== Task material ==
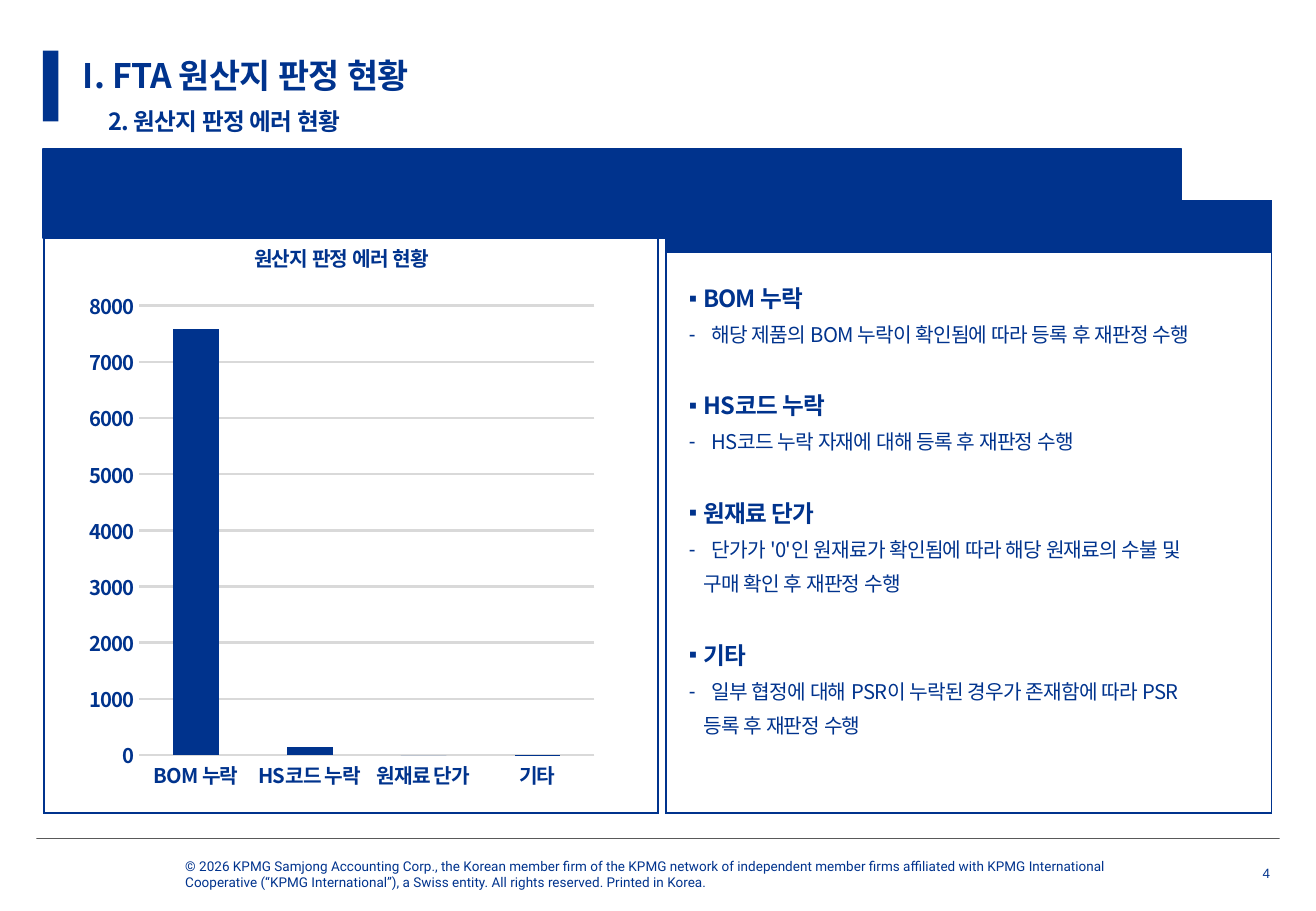
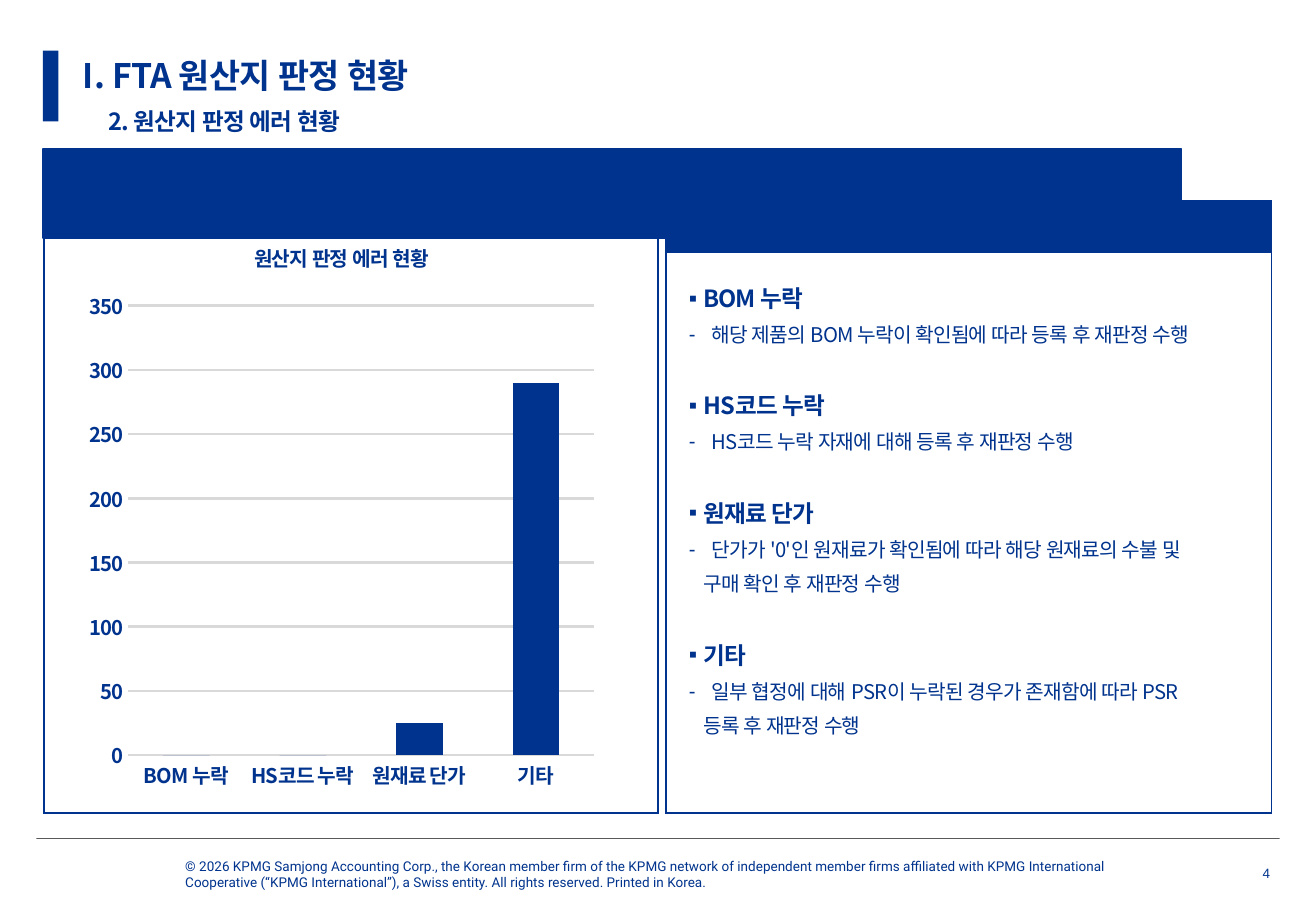
Before and after one commit to Kim-surin/report, a slide deck: slide 4 of 보고서/[디와이덕양]분기보고서_202603.pptx. Drawn at 1316x911 pixels with LibreOffice and Linux fonts; fonts in the diff are those of the drawing; background and template pictures are left out. Boxes give left, top, right and bottom in pixels: in the first picture for what was removed or moved away, otherwise in the second. Text is boxed around its words. In the diff, an @@ line names an element or a change of style, - is before the commit and + after.

```diff
--- a/보고서/[디와이덕양]분기보고서_202603.pptx
+++ b/보고서/[디와이덕양]분기보고서_202603.pptx
@@ column chart at bbox=[79, 219, 605, 803] @@
-Series 1: 7600, 100, 0, 0
+Series 1: 0, 0, 25, 290
```
Also in this commit, not shown: 5 other slides changed, 6 other files.
===
Go through the material above, find each line with the string "Series", and copy it.

## Expected answer
-Series 1: 7600, 100, 0, 0
+Series 1: 0, 0, 25, 290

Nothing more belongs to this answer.